Trousers (RIP 5/2012 - 3/15/2013)
Trousers, so named for his voluminous pantaloons, is a large fowl cochin rooster. Though he came from black and blue parents, his momma had some hidden genetics for the red color, so he's a funny sort of black and red fellow. We find him to be very pretty! I adopted Trousers (unnamed) in October of 2012 after I had re-homed my prior rooster, Panic Pants, for attempting to harm my hens. My situation just made a bad situation dangerous! When I saw an ad here on BYC for someone needing to re-home some gentle and polite cochin roosters, I had to give one a try. After all, two people had helped me out by taking my roosters, and the least I could do was try to do the same thing for someone else. That was one of the best choices I've ever made! Trousers is not only a perfect gentleman, but he crows infrequently (and it's quieter than any other roo I've had!). He is very patient and kind with all of the hens, and myself. He cracks us up with his bass rumblings and slow personality. We adore this giantic powderpuff!!

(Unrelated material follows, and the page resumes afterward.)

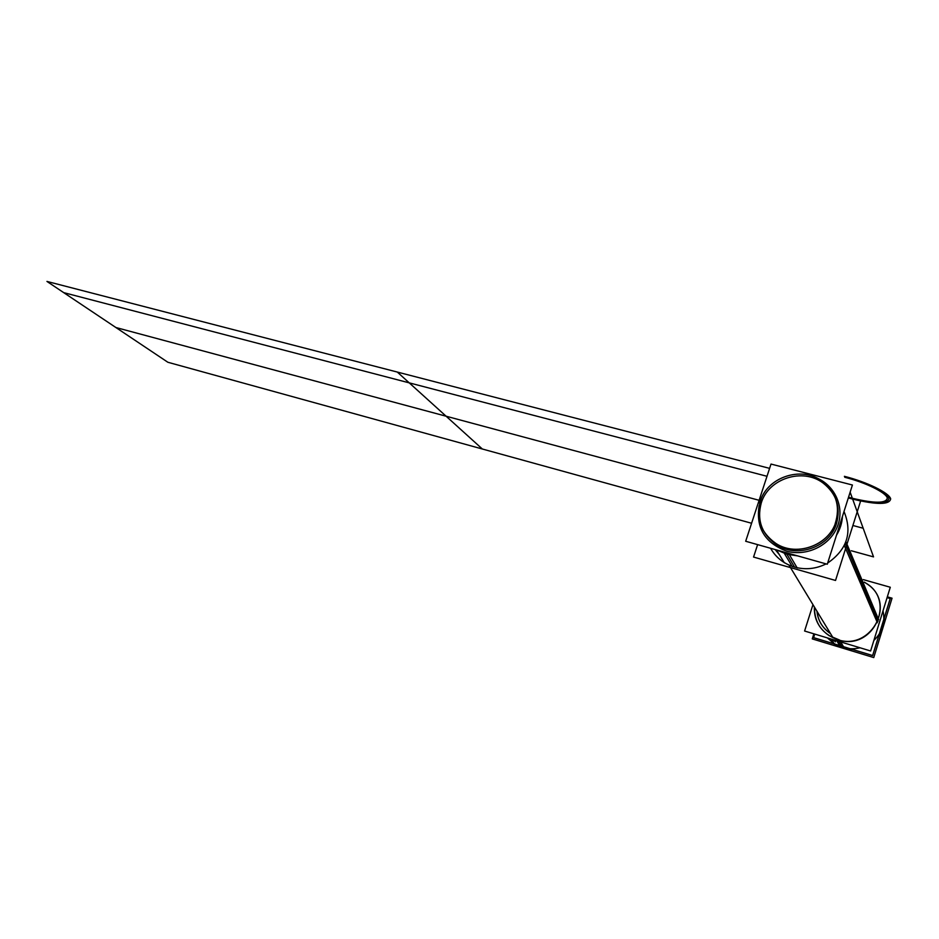 <?xml version="1.0" encoding="UTF-8"?>
<svg xmlns="http://www.w3.org/2000/svg" width="939" height="939" viewBox="0 0 939 939"><rect width="100%" height="100%" fill="white"/><g stroke="black" fill="none" stroke-linecap="round" stroke-linejoin="round"><path stroke-width="1.41" d="M761.095 499.079C755.156 517.26 760.074 532.026 775.814 543.388C797.164 557.743 831.285 544.456 836.567 519.314M846.051 541.944L878.646 619.67M835.1 523.927C840.605 506.825 836.414 492.646 822.505 481.39C801.918 465.568 767.398 476.871 760.297 501.344C755.684 518.762 760.86 532.789 775.837 543.411C796.413 557.179 829.184 545.536 835.921 521.673L836.59 523.269C829.888 547.038 797.234 558.623 776.741 544.902C761.811 534.314 756.658 520.335 761.259 502.987L760.297 501.344L761.259 502.987C768.325 478.597 802.716 467.34 823.245 483.151C836.356 493.632 840.816 507.001 836.59 523.269L835.921 521.673C840.159 505.346 835.687 491.93 822.517 481.425C801.167 464.899 765.273 477.834 759.616 503.586M844.431 545.747L877.378 622.721M814.665 634.06L813.526 637.675L834.302 643.966M887.097 597.58L890.289 598.495L872.683 655.61L843.539 646.771M757.62 544.632L753.559 557.062L835.534 580.455L860.617 501.003L848.351 497.799M844.008 511.485C852.565 532.39 847.119 549.573 827.658 563.048C847.119 549.573 852.565 532.39 844.008 511.485C852.565 532.39 847.119 549.573 827.658 563.048C847.119 549.573 852.565 532.39 844.008 511.485M794.558 567.097C805.392 570.008 815.897 568.94 826.085 563.905C815.897 568.94 805.392 570.008 794.558 567.097L786.213 553.048L791.706 554.221L786.213 553.048L791.706 554.221L786.213 553.048L794.558 567.097C805.392 570.008 815.897 568.94 826.085 563.905C815.897 568.94 805.392 570.008 794.558 567.097C783.865 563.846 775.872 557.578 770.579 548.282C775.872 557.578 783.865 563.846 794.558 567.097C783.865 563.846 775.872 557.578 770.579 548.282C775.872 557.578 783.865 563.846 794.558 567.097L786.213 553.048L780.966 551.205M775.156 549.561L779.3 554.597L775.156 549.561M783.502 551.968L792.281 566.593M838.926 527.53L840.828 521.509M842.447 516.403C842.06 523.105 840.065 529.396 836.461 535.277M797.528 555.865L786.929 554.245L786.06 552.789L786.929 554.245L777.187 550.137M782.891 551.745L788.631 553.4L797.211 567.989M759.135 505.687C755.695 527.718 764.816 542.859 786.495 551.099C806.331 556.827 829.642 545.841 837.224 526.955C845.041 508.152 835.487 485.827 816.742 477.951C835.487 485.827 845.041 508.152 837.224 526.955C829.642 545.841 806.331 556.827 786.495 551.099C764.816 542.859 755.695 527.718 759.135 505.687C755.695 527.718 764.816 542.859 786.495 551.099C764.816 542.859 755.695 527.718 759.135 505.687C755.695 527.718 764.816 542.859 786.495 551.099C806.331 556.827 829.642 545.841 837.224 526.955C845.041 508.152 835.487 485.827 816.742 477.951C835.487 485.827 845.041 508.152 837.224 526.955C829.642 545.841 806.331 556.827 786.495 551.099C806.331 556.827 829.642 545.841 837.224 526.955C845.041 508.152 835.487 485.827 816.742 477.951M841.379 519.772L838.21 529.784L841.379 519.772M745.683 541.263L827.282 564.233L852.412 485.017L771.013 464.066L745.683 541.263M887.073 597.65L890.207 598.542L872.636 655.528L834.877 644.072M834.255 643.884L813.608 637.628L814.723 634.083M830.416 633.438C822.388 627.968 817.892 620.562 816.953 611.242M863.293 579.609L890.289 587.251L870.617 650.973L804.594 631.02L812.963 604.646M814.477 607.146C814.406 622.991 822.141 633.837 837.682 639.682C873.2 652.182 897.578 599.364 864.408 582.321C897.578 599.364 873.2 652.182 837.682 639.682C873.2 652.182 897.578 599.364 864.408 582.321C897.578 599.364 873.2 652.182 837.682 639.682C822.141 633.837 814.406 622.991 814.477 607.146C814.406 622.991 822.141 633.837 837.682 639.682C822.141 633.837 814.406 622.991 814.477 607.146M830.522 633.602C822.494 628.132 818.01 620.738 817.071 611.418C818.01 620.738 822.494 628.132 830.522 633.602C822.494 628.132 818.01 620.738 817.071 611.418C818.01 620.738 822.494 628.132 830.522 633.602M833.586 643.755L844.654 648.673L840.687 641.924M839.583 640.046L829.196 635.68C818.878 628.578 813.937 619.012 814.359 606.958M827.353 637.898L834.055 643.579L842.213 647.323C848.117 649.072 854.056 649.225 860.042 647.769M833.832 643.825L842.612 647.98L834.466 644.248L842.612 647.98L852.283 649.424L842.612 647.98L838.644 641.314L842.612 647.98L852.283 649.424L842.612 647.98L833.832 643.825L842.612 647.98L838.644 641.314M884.245 618.097C884.397 624.811 882.507 630.938 878.575 636.489M852.8 649.577L840.792 647.499L836.731 640.727M864.326 582.11L867.706 584.351C897.555 604.575 869.138 653.075 835.604 638.849M873.857 640.457C882.402 632.17 885.442 622.299 883 610.855M884.186 618.296C884.256 624.74 882.437 630.644 878.728 636.008C882.437 630.644 884.256 624.74 884.186 618.296C884.256 624.74 882.437 630.644 878.728 636.008C882.437 630.644 884.256 624.74 884.186 618.296C884.256 624.74 882.437 630.644 878.728 636.008M887.32 596.84L892.05 598.19L873.751 657.57L812.27 638.896L813.878 633.825M878.059 621.184L845.311 543.834M852.342 498.28L848.527 497.236L852.342 498.257C874.761 503.586 886.416 503.504 887.308 498.01C886.005 492.529 865.781 482.599 844.76 477.27C865.817 482.587 886.087 492.541 887.39 498.034C886.498 503.539 874.819 503.621 852.342 498.28C874.761 503.586 886.416 503.504 887.308 498.01C886.005 492.529 865.781 482.599 844.76 477.27C865.817 482.587 886.087 492.541 887.39 498.034C886.498 503.539 874.819 503.621 852.342 498.28L848.539 497.224L852.342 498.257C874.761 503.586 886.416 503.504 887.308 498.01C886.005 492.529 865.781 482.599 844.76 477.27C865.817 482.587 886.087 492.541 887.39 498.034C886.498 503.539 874.819 503.621 852.342 498.28C874.761 503.586 886.416 503.504 887.308 498.01C886.005 492.529 865.781 482.599 844.76 477.27C865.817 482.587 886.087 492.541 887.39 498.034C886.498 503.539 874.819 503.621 852.342 498.28C874.761 503.586 886.416 503.504 887.308 498.01C886.005 492.529 865.781 482.599 844.76 477.27C865.781 482.599 886.005 492.529 887.308 498.01C886.416 503.504 874.761 503.586 852.342 498.257C874.761 503.586 886.416 503.504 887.308 498.01C886.005 492.529 865.781 482.599 844.76 477.27C865.781 482.599 886.005 492.529 887.308 498.01C886.416 503.504 874.761 503.586 852.342 498.257M397.291 372.055L769.604 468.361L397.291 372.055L446.107 416.212L397.291 372.055L446.107 416.212L397.291 372.055L769.604 468.361L397.291 372.055L446.107 416.212L115.873 327.511L46.95 281.43L397.291 372.055L446.107 416.212L115.873 327.511L46.95 281.43L769.604 468.361L397.291 372.055L446.107 416.212L397.291 372.055L446.107 416.212L397.291 372.055L769.604 468.361L397.291 372.055L446.107 416.212L115.873 327.511L46.95 281.43L397.291 372.055L446.107 416.212L115.873 327.511L46.95 281.43L769.604 468.361L397.291 372.055L446.107 416.212L397.291 372.055L446.107 416.212L397.291 372.055L46.95 281.43L397.291 372.055L446.107 416.212L115.873 327.511L46.95 281.43L397.291 372.055L446.107 416.212L115.873 327.511L46.95 281.43L397.291 372.055L446.107 416.212L115.873 327.511L46.95 281.43L397.291 372.055L446.107 416.212L115.873 327.511L46.95 281.43L397.291 372.055M850.135 492.165L863.176 528.246L852.894 525.488L863.176 528.246L852.894 525.488L863.176 528.246L852.894 525.488L863.176 528.246L852.894 525.488L863.176 528.246L852.894 525.488L863.176 528.246L850.135 492.165M759.123 500.299L115.873 327.511L46.95 281.43L115.873 327.511L759.123 500.299M852.647 499.114L848.316 497.928L852.647 499.114C876.967 504.912 889.644 504.83 890.677 498.879C889.327 492.928 867.307 482.118 844.407 476.319C867.307 482.118 889.327 492.928 890.677 498.879C889.644 504.83 876.967 504.912 852.647 499.114C876.967 504.912 889.644 504.83 890.677 498.879C889.327 492.928 867.307 482.118 844.407 476.319C867.307 482.118 889.327 492.928 890.677 498.879C889.644 504.83 876.967 504.912 852.647 499.114M409.24 382.866L482.353 449.006L167.87 362.266L63.699 292.628L409.24 382.866L482.353 449.006L167.87 362.266L63.699 292.628L766.999 476.284L409.24 382.866L482.353 449.006L409.24 382.866L482.353 449.006L409.24 382.866L766.999 476.284L63.699 292.628L409.24 382.866L482.353 449.006L167.87 362.266L63.699 292.628L167.87 362.266L482.353 449.006L409.24 382.866M848.433 497.553L852.495 498.691L848.422 497.576M857.213 511.755L873.528 556.886L851.309 550.759L873.528 556.886L851.309 550.759L873.528 556.886L857.213 511.755M751.587 523.258L482.353 449.006L751.587 523.258M844.584 476.801C866.544 482.364 887.66 492.729 888.987 498.445C888.036 504.161 875.864 504.243 852.495 498.691C875.864 504.243 888.036 504.161 888.987 498.445C887.66 492.729 866.544 482.364 844.584 476.801C866.544 482.364 887.66 492.729 888.987 498.445C888.036 504.161 875.864 504.243 852.495 498.691C875.864 504.243 888.036 504.161 888.987 498.445C887.66 492.729 866.544 482.364 844.584 476.801M832.2 639.365L835.51 641.842M842.612 647.98L852.283 649.424M789.112 565.325L833.057 637.781M775.837 543.411L776.741 544.902M822.517 481.425L823.245 483.151M776.436 549.925L784.358 562.801M780.861 551.17L783.701 552.285M834.571 644.412L831.297 639.083M834.055 643.579L834.56 644.389"/></g></svg>

Edit: Trousers was our first experience with heartbreak in our flock. Despite many precautions, he became abruptly ill and passed away within 5 days (of diagnosis) from Marek's virus. We have a wonderful vet and did all we possibly could to save him but it had already advanced into Lymphoma and the tumors were throughout his body. You can read more about his passing here, as I will continue to update it in hopes that through his death he will spread awareness and education. We miss him VERY much.
Derperella realizes that Trousers is big enough to be her house.
He loved the girls, and he loved them too. He was always very kind, gentle, and sweet with them.
He even let them sit on him, and didn't mind a bit.